= Alpha generation platform =

Technology used in algorithmic trading

An alpha generation platform is a technology used in algorithmic trading to develop quantitative financial models, or trading strategies, that generate consistent alpha, or absolute returns. The process of alpha generation refers to generating excess returns. Alpha generation platforms are tools used by hedge funds, banks, CTAs and other financial institutions to help develop and test quantitative trading strategies. Alpha generation platforms support quants in the creation of efficient and productive quantitative trading strategies.

==Background==
Traditionally, quants have used tools such as MATLAB, R, C++ and other computer programming languages to create complex trading strategies that help them perform high-frequency trading. However, as market data volumes increase and more traders create financial models that deal with multi-asset class data, news sentiment data and more, quants must spend a large amount of time programming models, debugging code, and integrating multiple market data sources. This is why some firms have begun adding alpha generation platforms to their quant infrastructures.

These platforms are often seen as a complement to traditional quantitative tools as they can help quantitative analysts process huge volumes of market data. With many of these platforms, users can write out models in English, program models using the platform's supported computer languages, or import strategies written in MATLAB, C++, R and other languages.
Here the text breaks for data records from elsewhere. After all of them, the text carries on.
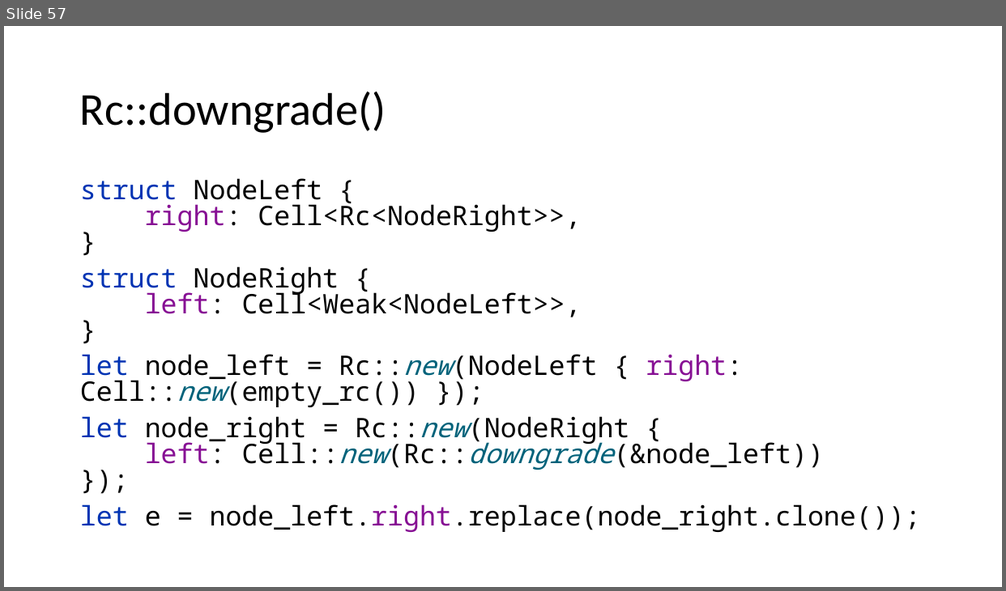
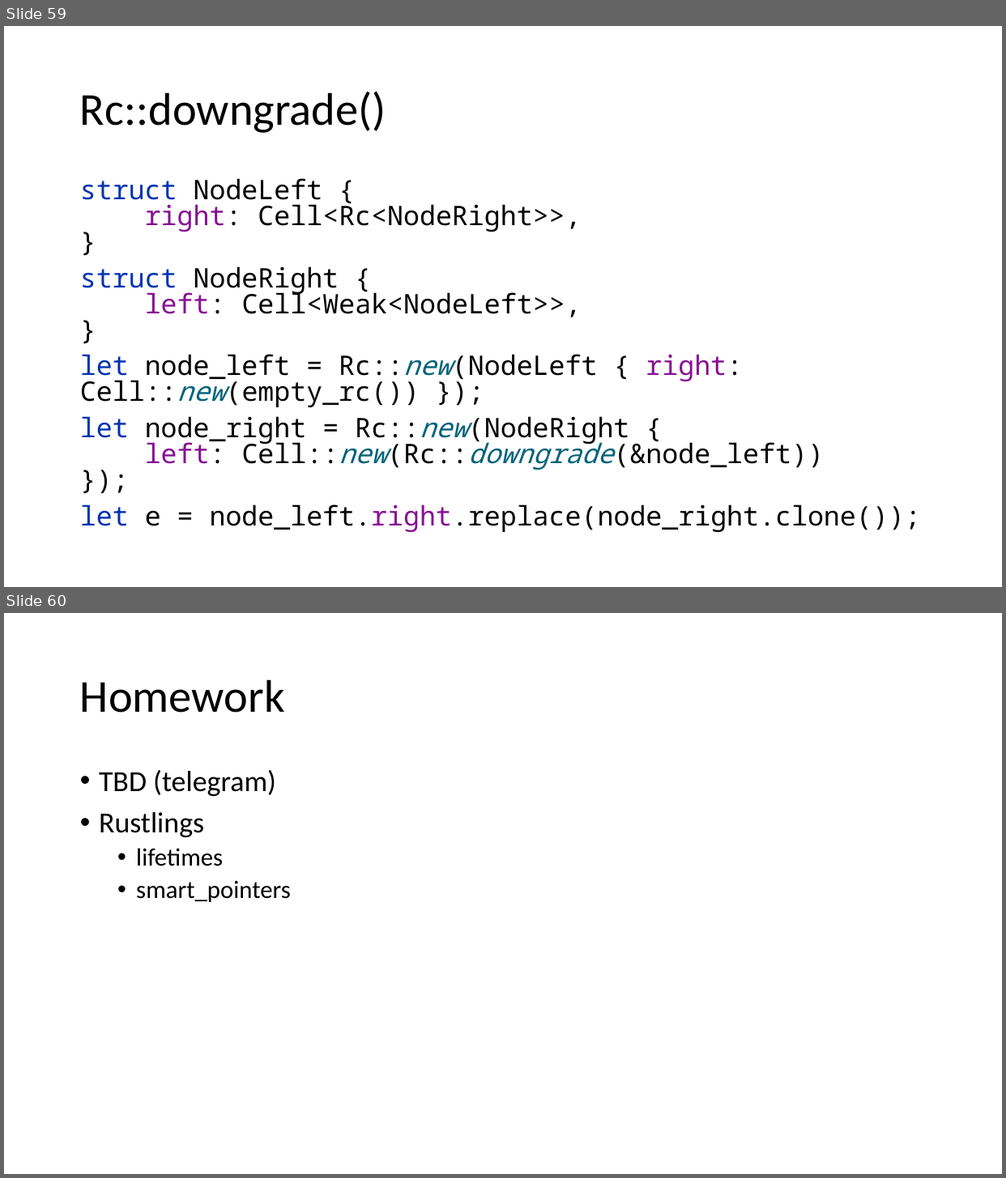
Before and after one commit to kugushev/course-rust-basics, a slide deck: src/03-LifetimesAndSmartPointers/03-LifetimesAndSmartPointers.pptx. Shown one above the other, each under a label of ours: slide 57 before the commit, slides 59 and 60 after it. The pictures are 1006x591 and 1006x1178 pixels, drawn with LibreOffice and Linux fonts; fonts in the diff are those of the drawing. Boxes give left, top, right and bottom in pixels: in the first picture for what was removed or moved away, otherwise in the second. Text is boxed around its words. In the diff, an @@ line names an element or a change of style, - is before the commit and + after.

```diff
--- a/src/03-LifetimesAndSmartPointers/03-LifetimesAndSmartPointers.pptx
+++ b/src/03-LifetimesAndSmartPointers/03-LifetimesAndSmartPointers.pptx
@@ slide 60 added at bbox=[4, 613, 1002, 1174], background #FFFFFF @@
@@ title added at bbox=[80, 679, 285, 713], 44 pt, text #000000 @@
+Homework
@@ text added at bbox=[99, 770, 291, 902], 24 pt, text #000000 @@
+• TBD (telegram)
+• Rustlings
+  • lifetimes
+  • smart_pointers
@@ what was slide 57 is now slide 59 @@
```
Also in this commit, not shown: 1 slide changed, 2 other slides added, 1 slide removed, 4 other files.

Alpha generation platforms also often include data integration and storage capabilities through built-in database solutions that capture, standardize and store massive volumes of financial tick data.

==Methodology==
Alpha generation platforms are used to locate excess return in the capital market. They enable the development of mathematical and statistical models that help determine whether or not a specific investment may be profitable. In some quant-driven funds, these models make the final decision on whether to buy or sell an investment.
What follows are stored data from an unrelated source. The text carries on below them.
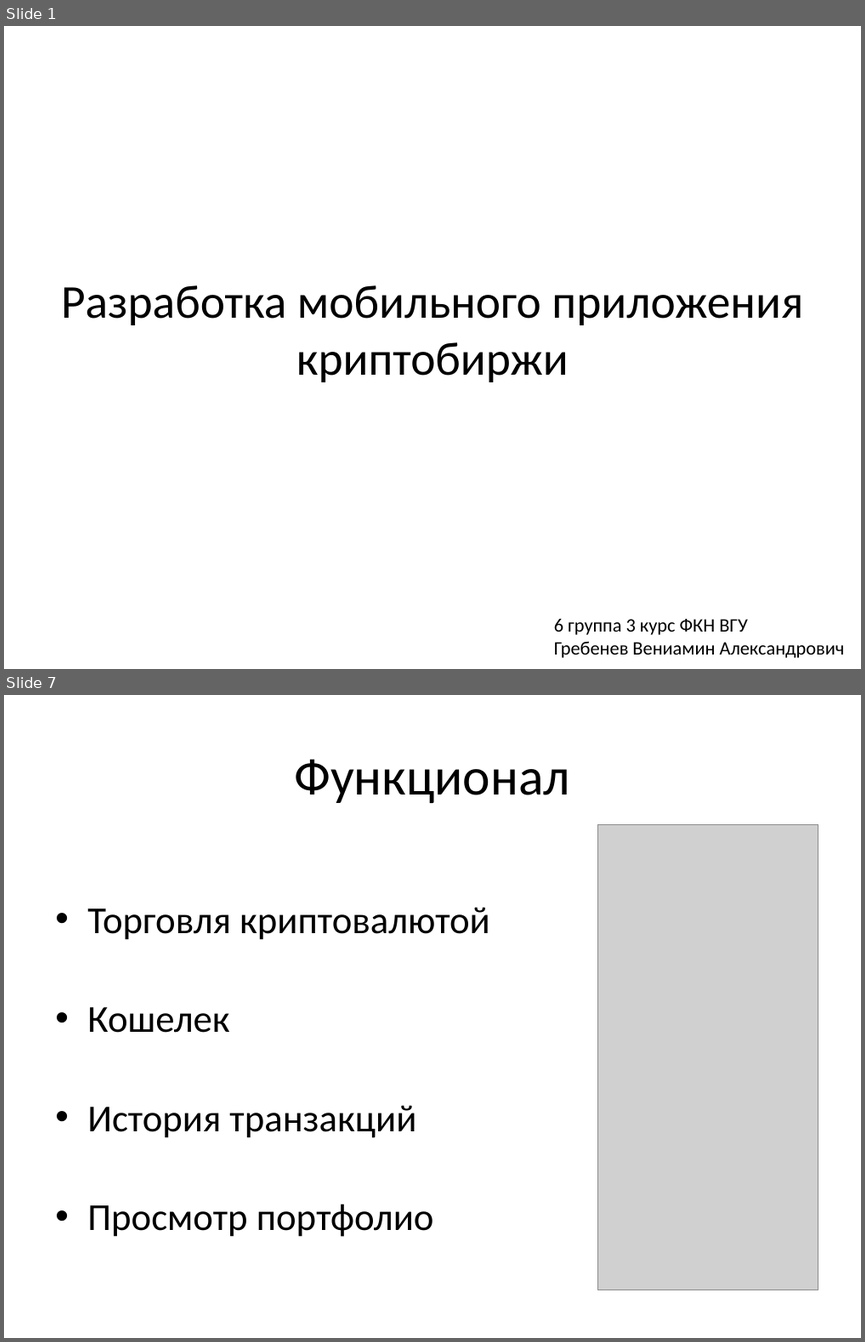
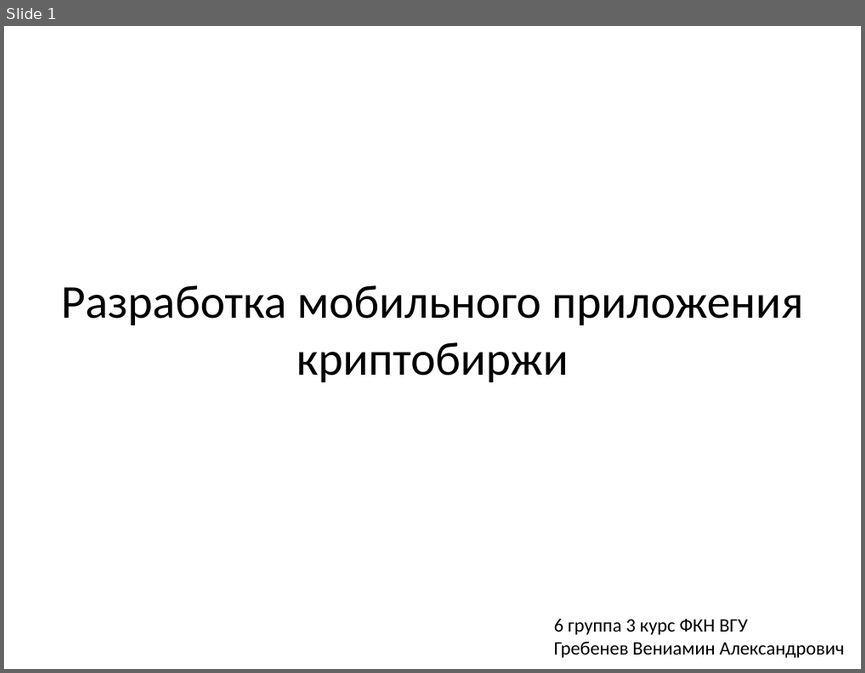
Before and after one commit to Ven-i-amin/kotlin_moblie, a slide deck: android-app/docs/media/presentation.pptx. Shown one above the other, each under a label of ours: slides 1 and 7 before the commit, slide 1 after it; the slides between them are not shown. The pictures are 865x1342 and 865x673 pixels, drawn with LibreOffice and Linux fonts; fonts in the diff are those of the drawing; grey boxes stand for pictures. Boxes give left, top, right and bottom in pixels: in the first picture for what was removed or moved away, otherwise in the second. Text is boxed around its words. In the diff, an @@ line names an element or a change of style, - is before the commit and + after.

```diff
--- a/android-app/docs/media/presentation.pptx
+++ b/android-app/docs/media/presentation.pptx
@@ slide 7 removed at (4,695,861,1338), background #FFFFFF @@
@@ title removed at (294,759,570,803) @@
-Функционал
@@ picture removed at (598,824,818,1290) @@
@@ text removed at (87,907,490,1236) @@
-• Торговля криптовалютой
-• Кошелек
-• История транзакций
-• Просмотр портфолио
```
Also in this commit, not shown: 4 slides changed, 3 slides added, 3 other slides removed.

These systems cannot be fully trusted and require qualified quantitative analysts to try to prevent massive drawdowns. The dangers of relying upon a platform were illustrated in a 2007 paper by Andrew Lo.

The average quantitative strategy may take from 10 weeks to seven months to develop, code, test and launch. Alpha generation platforms differ from low latency algorithmic trading systems. Alpha generation platforms focus solely on quantitative investment research rather than the rapid trading of investments. While some of these platforms do allow analysts to take their strategies to market, others focus solely on the research and development of these highly complex mathematical and statistical models.